» **Required work**
Among the following entries, count the lines that contain "otherwise" and report only the result.

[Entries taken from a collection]
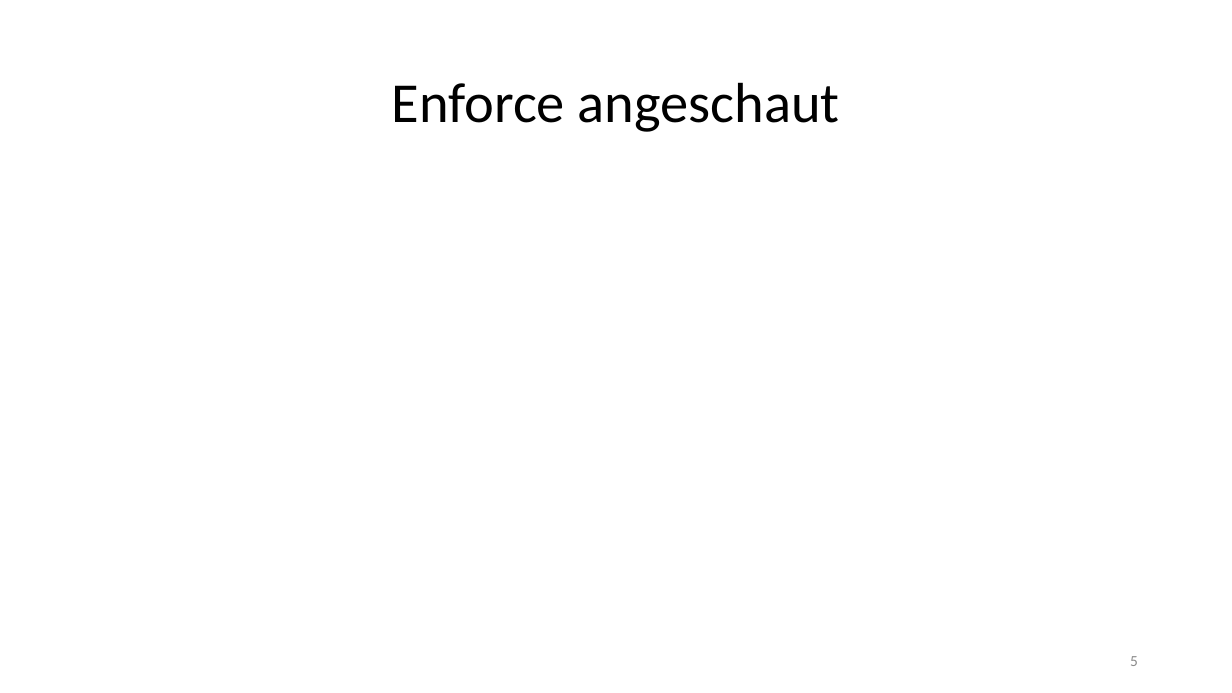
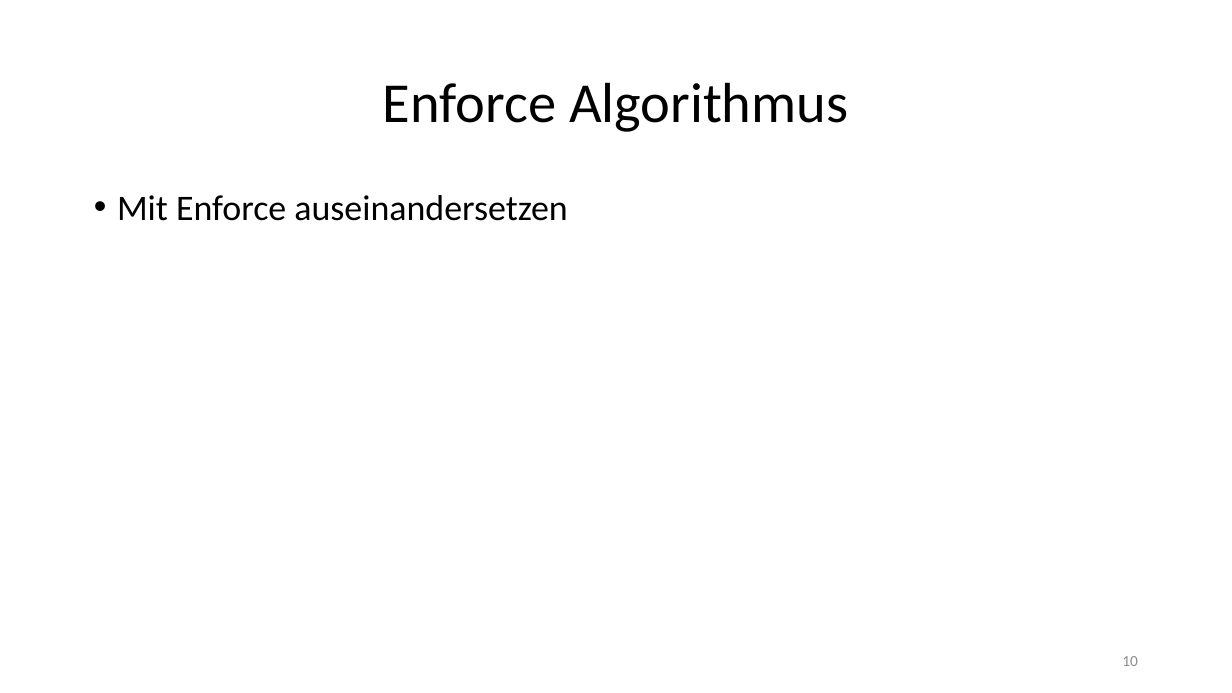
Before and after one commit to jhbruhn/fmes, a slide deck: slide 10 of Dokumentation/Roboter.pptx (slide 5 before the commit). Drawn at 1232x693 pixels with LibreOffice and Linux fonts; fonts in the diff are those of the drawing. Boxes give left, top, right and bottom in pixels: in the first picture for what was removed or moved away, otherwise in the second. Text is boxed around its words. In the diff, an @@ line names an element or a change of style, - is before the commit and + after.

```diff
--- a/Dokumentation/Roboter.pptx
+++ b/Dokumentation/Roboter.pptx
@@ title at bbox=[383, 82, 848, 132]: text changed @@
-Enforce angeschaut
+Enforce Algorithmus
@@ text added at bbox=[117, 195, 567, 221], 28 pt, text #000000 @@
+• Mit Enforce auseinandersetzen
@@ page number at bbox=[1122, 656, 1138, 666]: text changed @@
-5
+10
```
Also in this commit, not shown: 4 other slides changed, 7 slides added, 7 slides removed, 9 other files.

...

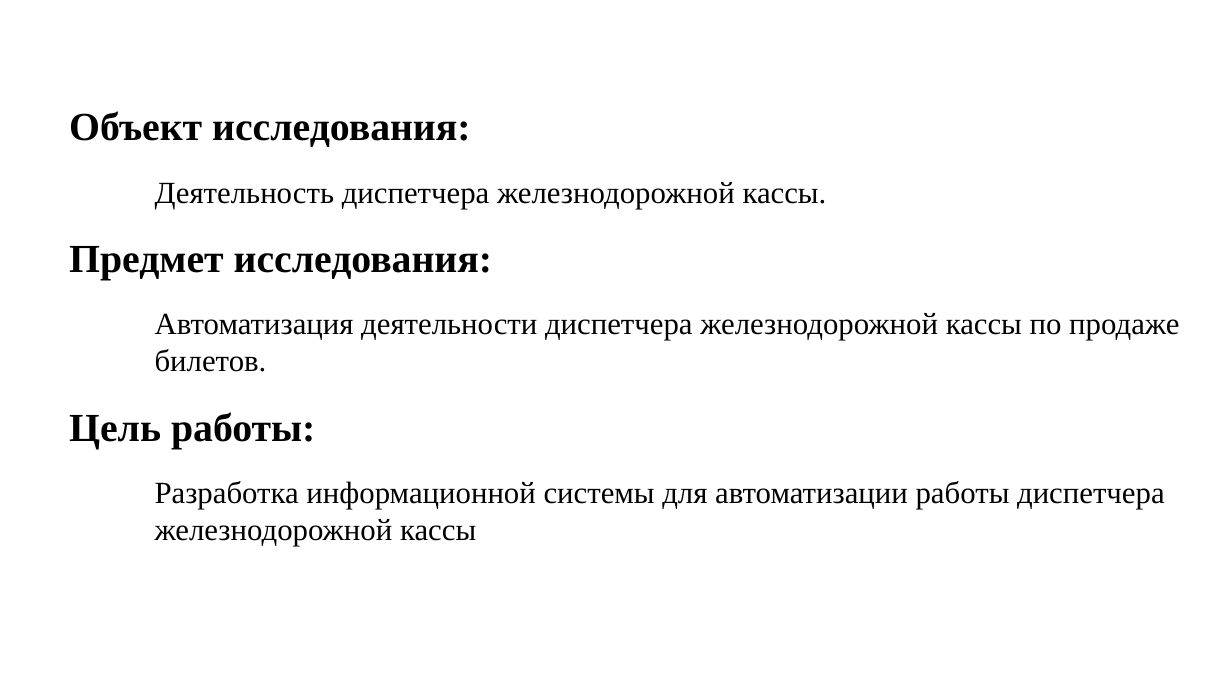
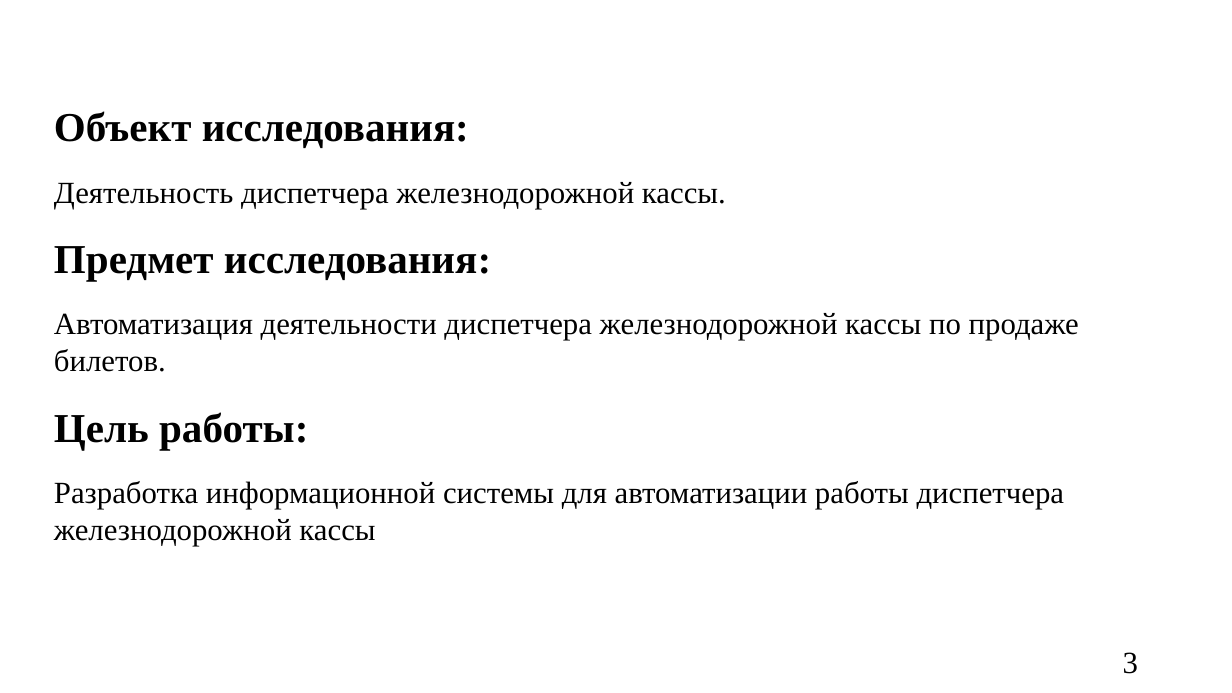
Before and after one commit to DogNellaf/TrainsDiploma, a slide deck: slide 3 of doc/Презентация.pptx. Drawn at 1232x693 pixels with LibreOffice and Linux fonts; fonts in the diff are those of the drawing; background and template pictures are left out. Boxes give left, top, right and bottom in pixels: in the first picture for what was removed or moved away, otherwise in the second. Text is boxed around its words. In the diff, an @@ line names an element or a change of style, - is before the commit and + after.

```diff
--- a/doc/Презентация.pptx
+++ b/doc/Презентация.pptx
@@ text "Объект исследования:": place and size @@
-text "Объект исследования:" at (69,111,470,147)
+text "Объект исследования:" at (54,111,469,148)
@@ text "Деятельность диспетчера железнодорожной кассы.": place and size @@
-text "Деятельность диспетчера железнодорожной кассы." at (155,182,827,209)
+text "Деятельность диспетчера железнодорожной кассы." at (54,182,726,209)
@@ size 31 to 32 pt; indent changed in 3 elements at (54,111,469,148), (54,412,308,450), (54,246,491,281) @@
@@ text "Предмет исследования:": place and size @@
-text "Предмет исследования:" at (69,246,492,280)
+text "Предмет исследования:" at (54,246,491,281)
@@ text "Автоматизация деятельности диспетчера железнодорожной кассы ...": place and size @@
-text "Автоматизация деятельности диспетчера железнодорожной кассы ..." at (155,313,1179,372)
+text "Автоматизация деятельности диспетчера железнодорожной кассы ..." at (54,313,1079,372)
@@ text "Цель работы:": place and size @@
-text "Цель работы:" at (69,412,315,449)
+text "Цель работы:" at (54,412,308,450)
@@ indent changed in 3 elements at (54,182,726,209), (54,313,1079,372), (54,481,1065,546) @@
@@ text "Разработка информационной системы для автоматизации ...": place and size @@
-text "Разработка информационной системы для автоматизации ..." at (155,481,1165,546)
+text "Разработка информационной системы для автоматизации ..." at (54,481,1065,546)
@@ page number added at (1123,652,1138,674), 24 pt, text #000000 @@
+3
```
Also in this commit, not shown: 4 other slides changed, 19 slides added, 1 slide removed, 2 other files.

» **Your solution**
2